Fertilization in mammals occurs through a series of highly ordered steps that lead ultimately to the fusion of a single sperm cell with an ovulated egg. The first step in this process is the binding of free-swimming sperm to the extracellular egg coat, or zona pellucida, through a mechanism which, in general, is highly species-specific. The specificity of this interaction implicates the existence of specific complementary molecules on egg and sperm, referred to respectively as the sperm receptor and the egg binding protein. The primary sperm receptor on mouse eggs has been identified as a single zona glycoprotein - ZP3. In contrast, a number of molecules and enzymes have been proposed as candidates for the sperm surface egg-binding protein.

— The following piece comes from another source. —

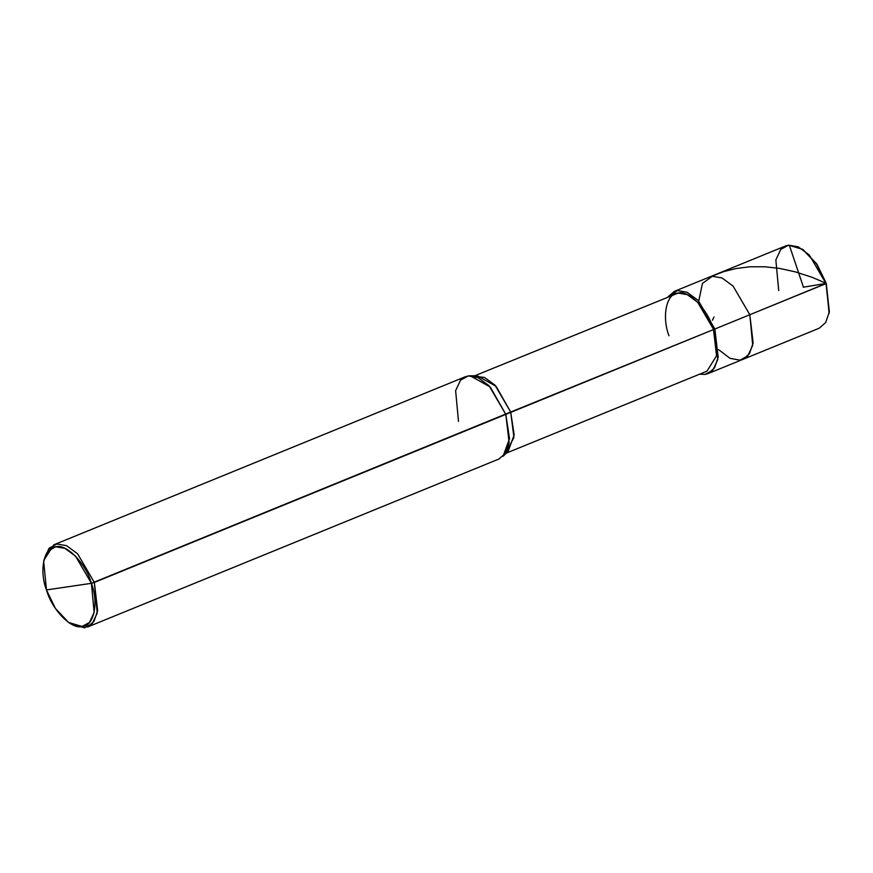 <?xml version="1.0" encoding="UTF-8"?>
<svg xmlns="http://www.w3.org/2000/svg" width="873" height="873" viewBox="0 0 873 873"><rect width="100%" height="100%" fill="white"/><g stroke="black" fill="none" stroke-linecap="round" stroke-linejoin="round"><path stroke-width="1.31" d="M829.164 313.047L826.033 283.605L749.831 314.727L753.137 342.958L749.449 353.707L742.967 359.349L749.449 353.707L753.137 342.958L749.831 314.727L733.091 286.104L721.982 277.941L712.303 276.283L702.449 283.43L698.749 301.032L702.449 283.43L712.303 276.283L721.982 277.941L733.091 286.104L749.831 314.727L826.262 283.387L829.077 313.462M505.412 453.403L513.935 437.515L510.683 412.023L714.867 329.012L698.127 300.377L687.018 292.226L677.339 290.556L674.403 291.353L785.58 245.957L788.505 245.16L798.195 246.819L809.304 254.981L826.033 283.605L816.571 264.05L802.636 249.329L816.986 264.224L826.262 283.387L829.35 311.836L825.662 322.584L819.18 328.226L708.003 373.622L714.496 367.98L718.184 357.243L714.867 329.012L749.831 314.727L752.701 345.402L747.768 355.922L740.031 360.145L730.046 358.345L718.621 349.68L730.046 358.345L740.031 360.145L747.768 355.922L752.701 345.402L749.831 314.727L733.091 286.104L721.982 277.941L712.303 276.283L709.367 277.079L712.303 276.283L721.982 277.941L733.091 286.104L749.831 314.727L714.867 329.012L717.748 359.676L712.815 370.196L705.078 374.419L699.6 374.179L705.078 374.419L708.003 373.622M710.971 276.545L723.968 271.536L736.157 268.502L749.82 266.8L764.781 266.756L779.644 268.426L795.238 271.841L812.141 277.308L826.262 283.398L816.833 264.006L802.985 249.569M802.636 249.329L788.505 245.16L780.778 249.383L775.846 259.903L778.716 290.567M674.403 291.353L668.02 296.842L677.339 290.556L687.018 292.226L698.127 300.377L714.867 329.012L94.349 582.433L91.414 583.317L75.515 556.123L64.962 548.375L55.763 546.793L48.321 550.918L43.65 561.186L46.465 589.93L91.414 583.317C98.933 602.883 93.826 626.607 82.117 626.465C71.586 629.88 51.976 609.79 46.465 589.93C38.936 570.375 44.054 546.651 55.763 546.793C66.293 543.377 85.903 563.467 91.414 583.317L46.465 589.93L55.457 608.514L68.694 622.504L82.117 626.465L89.461 622.449L94.142 612.453L91.414 583.317L510.683 412.023L514.164 434.841L508.108 451.406L503.066 456.284L509.516 438.661L505.816 414.391L509.123 442.622L505.434 453.36L498.952 459.002L87.486 627.043L93.968 621.401L97.656 610.663L94.349 582.433L97.219 613.097L92.287 623.617L84.55 627.84L70.429 623.671L68.694 622.504M474.781 375.761L678.168 293.077L687.269 294.637L697.713 302.309L713.448 329.219L716.558 355.758L706.999 371.156L506.362 453.098M713.448 329.219C707.992 309.566 688.59 289.694 678.168 293.077C666.59 292.935 661.527 316.408 668.969 335.767M43.65 561.186L48.986 548.32L56.821 543.977L66.501 545.647L77.61 553.798L94.349 582.433L77.61 553.798L66.501 545.647L56.821 543.977L53.886 544.774L465.353 376.732L468.288 375.936L477.968 377.605L489.076 385.757L505.816 414.391L490.277 387.034L470.198 375.794L477.204 375.75L496.082 386.313L510.683 412.023L494.958 385.113L484.515 377.442L473.886 376.208M470.198 375.794L468.288 375.936L460.551 380.159L455.619 390.678L458.5 421.353M53.886 544.774L43.868 560.182M803.313 286.759L789.487 245.706L788.112 245.226M713.972 317.008L712.488 320.227M803.215 287.217L825.978 283.441"/></g></svg>

One such candidate has been identified in two assays - by affinity chromatography and by crosslinking to ZP3 - as a Mr 56,000 polypeptide observed on SDS gels. Cloning and characterization has been accomplished for the mouse and human homologs of a gene (called Tcte1) that appears to encode this polypeptide based on functional assays as well as evolutionary considerations. Funds are requested to carry out a series of genetic and evolutionary studies aimed at understanding the function of this gene product in the process of fertilization. Two major goals are to answer the questions: (1) Is the TCTE1 polypeptide necessary for fertilization?, and (2) Is the TCTE1 polypeptide sufficient for the initiation of species-specific fertilization. Targeted mutagenesis will be used to produce mice that do not express the Tcte-1 gene, and transgenic mice will be generated that express TCTE1 from a heterologous species such as hamster, rat, or guinea pig. Studies of fertility and egg binding with these animals will provide definitive answers to the questions that have been posed. A third goal is to determine whether the Tcte1 gene is under positive Darwinian selection, which would be predicted if TCTE1 played a role in establishing post-mating reproductive barriers between species. This question will be approached through comparative sequence analysis, which could also provide insight into the nature of the interaction between TCTE1 and the egg surface. The demonstration of positive Darwinian selection would provide confirming evidence for a species-specific role of TCTE1 in gamete recognition.

哺乳动物的受精是通过一系列高度有序的步骤进行的 最终导致单个精子细胞与一个排卵的 蛋。这一过程的第一步是结合自由游动的精子。 细胞外卵壳，或透明带，通过一种机制 一般来说，这是高度物种特异性的。这一点的特殊性 相互作用意味着特定互补分子的存在 在卵子和精子上，分别称为精子受体和 卵子结合蛋白。小鼠卵子上的主要精子受体是 鉴定为单一的带状糖蛋白-ZP3。相比之下，一些 分子和酶被认为是精子的候选者。 表面卵子结合蛋白。已经确定了两个候选人中的一个 用亲和层析法和ZP3交联法进行MR分析 在十二烷基硫酸钠凝胶上观察到56,000个多肽。克隆和鉴定具有 已经完成了小鼠和人类的基因同源物(称为 Tcte1)，根据功能分析，似乎编码该多肽 以及进化方面的考虑。需要资金来进行 一系列的遗传和进化研究，旨在了解 该基因产物在受精过程中的作用。两大 目的是回答以下问题：(1)TCTE1多肽是必需的吗 用于受精？以及(2)TCTE1多肽是否足以用于 启动物种特定受精。定向突变将是 用于生产不表达Tcte-1基因的小鼠，并转基因 将产生表达来自异源物种的TCTE1的小鼠 如仓鼠、老鼠或豚鼠。受精性和卵子结合的研究 这些动物将为以下问题提供明确的答案 已经摆好姿势了。第三个目标是确定Tcte1基因是否处于 积极的达尔文选择，这是可以预测的，如果TCTE1发挥 在物种间建立交配后生殖障碍方面的作用。 这个问题将通过比较序列分析来解决， 它还可以提供对交互的性质的洞察 在TCTE1和鸡蛋表面之间。达尔文正定论的证明 选择将为物种特有的作用提供确凿的证据 配子识别中的TCTE1。